***
Иву тащили куда-то, заставляли бежать и временами падать на землю. Она окончательно перестала что-либо соображать, не могла вымолвить ни слова и просто неслась вслед за провожатыми — то за окровавленным вожаком, то за кем-то ещё. Но все, кто попадал в поле зрения, были крылаты. Орхот так и не появился. Зато со всех сторон девочку окутал тошнотворный, всепоглощающий кошмар. Стойбище погибло. Всюду, где тела не укрыли рваные пологи юрт, они лежали разбросанными по чёрной земле: разорванные на части, смятые, отброшенные навзничь куда придётся. Дети, женщины, мужчины… Молодые, старые и те, кого уже не опознать. Иве хотелось покрепче зажмуриться, но помимо воли глаза так и прилипали к чудовищным картинам, от которых волнами подступало безумие. Взрывов не было уже долго, но Ива лишь поражённо оглядывала страшное месиво из шкур, обломков балок и изувеченных пернатых тел. Где-то горело, и дым разъедал глаза и горло. Её вместе с остатками женщин и детей куда-то спешно гнали. Должно быть, подальше от стойбища. Ей всучили в руки совсем крохотного птенца, наспех перевязанного пропитанной кровью полоской ткани. Малыш не шевелился, но его мать (кажется, уже не совсем адекватная) почему-то настаивала на том, что именно «Маленькая Богиня» должна нести его. Якобы в её руках есть какая-то особая целительная сила. Ива с тоской глядела на умирающего ребёнка, но не перечила. Не было сил.***
Скрываясь за грудами шкур и трупов, в которые превратилось стойбище, Орхот кое-как передвигался к его окраинам. И больше всего на свете хотел сейчас умереть — попасть под удар летящей смерти и уже не видеть, не слышать, не осознавать то, к чему он привёл свой народ — единственное, что у него было. Он никогда не вменял степнякам в вину свои обрезанные крылья и вырванный язык, потому что заслуживал этого. Самый сильный молодой вожак в Степи — и такого накуролесил… Отпустил прислужницу Злого Бога, с таким трудом захваченную стаей в самом сердце вражьей земли. И если сперва Орхоту было просто до смерти стыдно за это, то теперь он вообще не понимал, как Степь всё ещё носит его. Кровь! Здесь всё в крови! В крови степняков… А виноват он, Орхот. Он не был вполне уверен в том, что движется в верном направлении, но что-то тянуло идти. Казалось, что только так он сможет сохранить рассудок — если, конечно, не ошибся в своих предположениях и выбрал правильный путь.

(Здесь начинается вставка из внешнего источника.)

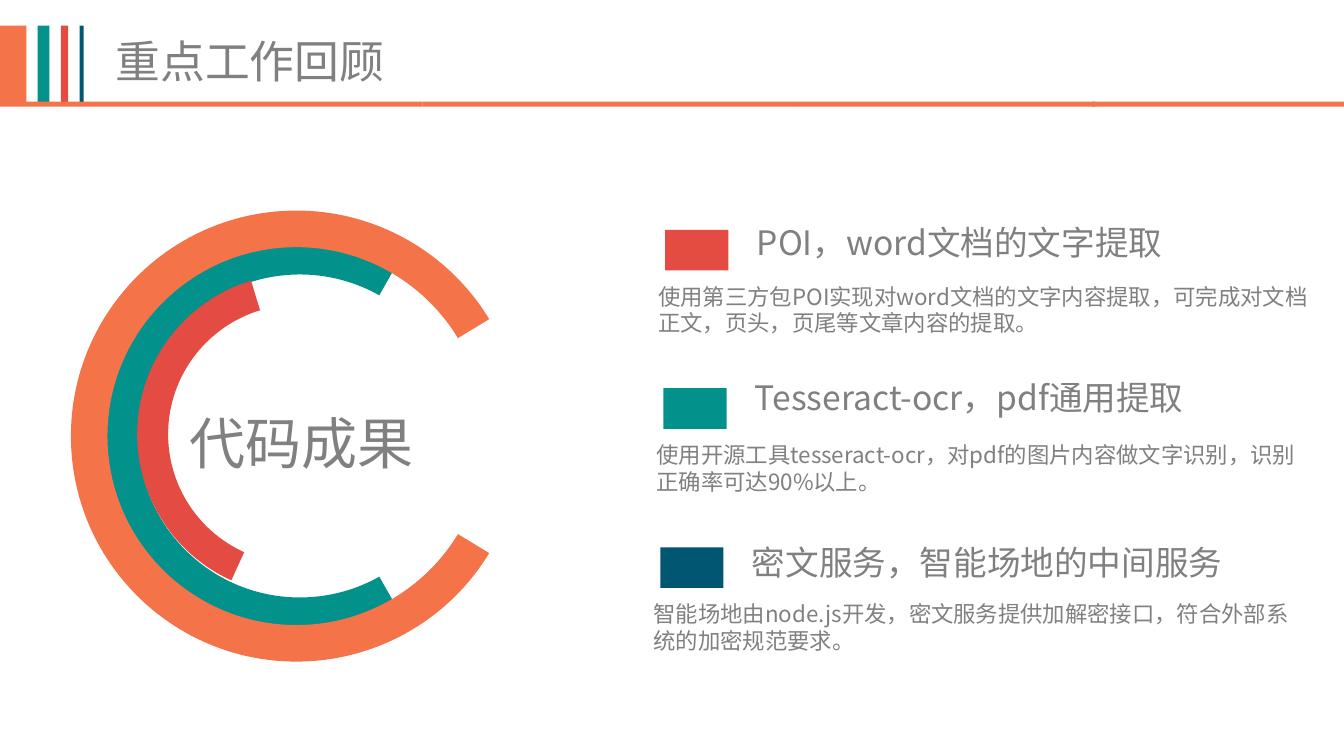
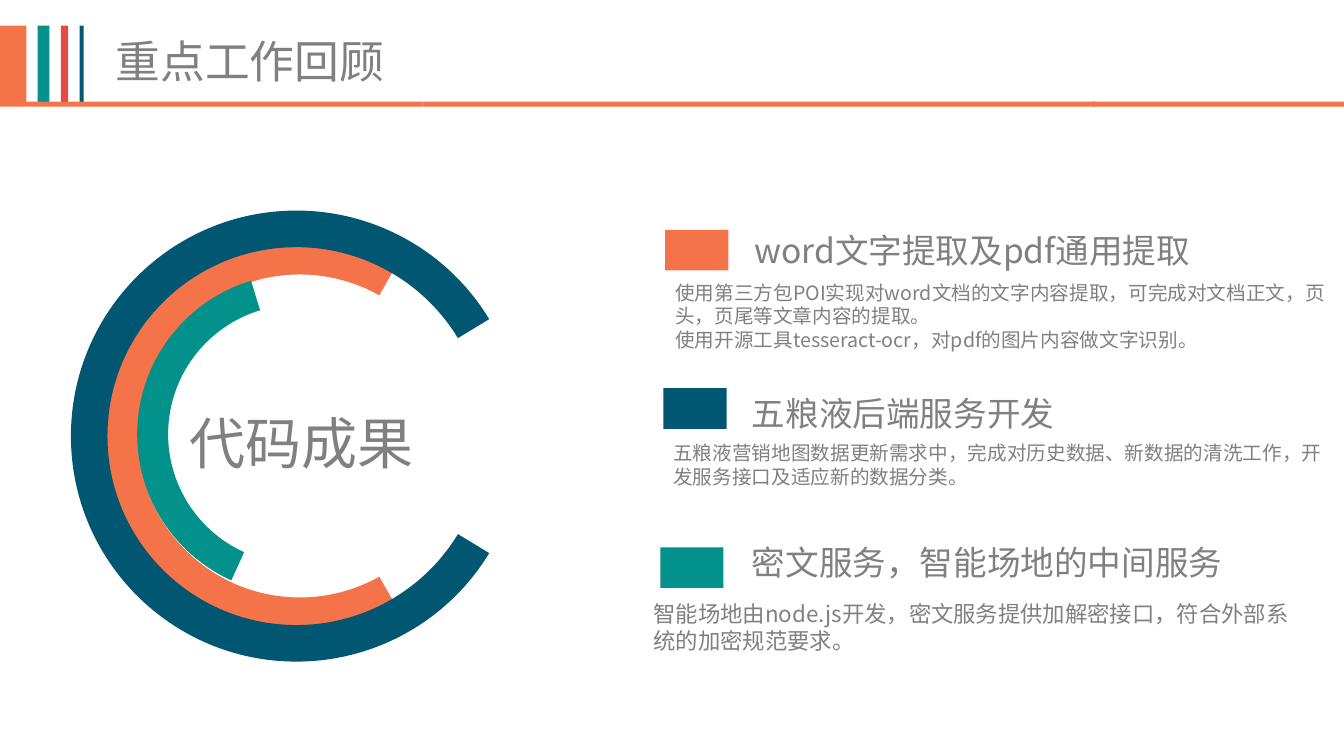
Before and after one commit to TinyWorker/speechless.github.io, a slide deck: slide 5 of images/通用商务.pptx. Drawn at 1344x756 pixels with LibreOffice and Linux fonts; fonts in the diff are those of the drawing; background and template pictures are left out. Boxes give left, top, right and bottom in pixels: in the first picture for what was removed or moved away, otherwise in the second. Text is boxed around its words. In the diff, an @@ line names an element or a change of style, - is before the commit and + after.

Commit message:
update pptx

```diff
--- a/images/通用商务.pptx
+++ b/images/通用商务.pptx
@@ freeform shape at (x1=71, y1=211, x2=521, y2=661): fill #F47349 to #015672 @@
@@ rectangle at (x1=665, y1=230, x2=729, y2=270): fill #E44B42 to #F47349 @@
@@ text at (x1=754, y1=234, x2=1190, y2=271): text changed @@
-POI，word文档的文字提取
+word文字提取及pdf通用提取
@@ freeform shape at (x1=107, y1=242, x2=494, y2=629): fill #02918B to #F47349 @@
@@ freeform shape at (x1=126, y1=263, x2=469, y2=605): fill #E44B42 to #02918B @@
@@ text "使用第三方包POI实现对word文档的文字内容提取，可完成对文档正文，页头，页尾等文章内容的提取。" moved from (x1=658, y1=286, x2=1307, y2=333) to (x1=675, y1=283, x2=1325, y2=352) @@
@@ text at (x1=675, y1=283, x2=1325, y2=325): size 16 to 14 pt in "使用第三方包POI实现对word文档的文字内容提取，可完成对文档正文，页头，页尾等文章内容的提取。" @@
@@ text at (x1=675, y1=330, x2=1197, y2=352): paragraph added @@
+使用开源工具tesseract-ocr，对pdf的图片内容做文字识别。
@@ rectangle at (x1=663, y1=388, x2=727, y2=429): fill #02918B to #015672 @@
@@ text removed at (x1=755, y1=382, x2=1184, y2=418) @@
-Tesseract-ocr，pdf通用提取
@@ text added at (x1=752, y1=398, x2=1054, y2=429), 24 pt, text #808080 @@
+五粮液后端服务开发
@@ text removed at (x1=657, y1=444, x2=1296, y2=492) @@
-使用开源工具tesseract-ocr，对pdf的图片内容做文字识别，识别正确率可达90%以上。
@@ text added at (x1=673, y1=443, x2=1321, y2=486), 14 pt, text #808080 @@
+五粮液营销地图数据更新需求中，完成对历史数据、新数据的清洗工作，开发服务接口及适应新的数据分类。
@@ rectangle at (x1=660, y1=547, x2=724, y2=588): fill #015672 to #02918B @@
```
Also in this commit, not shown: 4 other slides changed, 2 slides added, 2 slides removed.

Нет, его не должна настигнуть смерть до тех пор, пока он хотя бы не попробует что-то исправить. Желать себе погибели сейчас — это самая гнусная, самая отвратительная и презренная трусость. А Орхот не трус и никогда им не будет! Конечно, мучили мысли о Маленькой Богине, за судьбу которой он поручился перед самим собой и Великой Доброй Богиней, но когда пришёл в себя после первых ударов белых, то издали видел, как один из вожаков уводил девочку туда же, куда направились выжившие. Это немного успокаивало.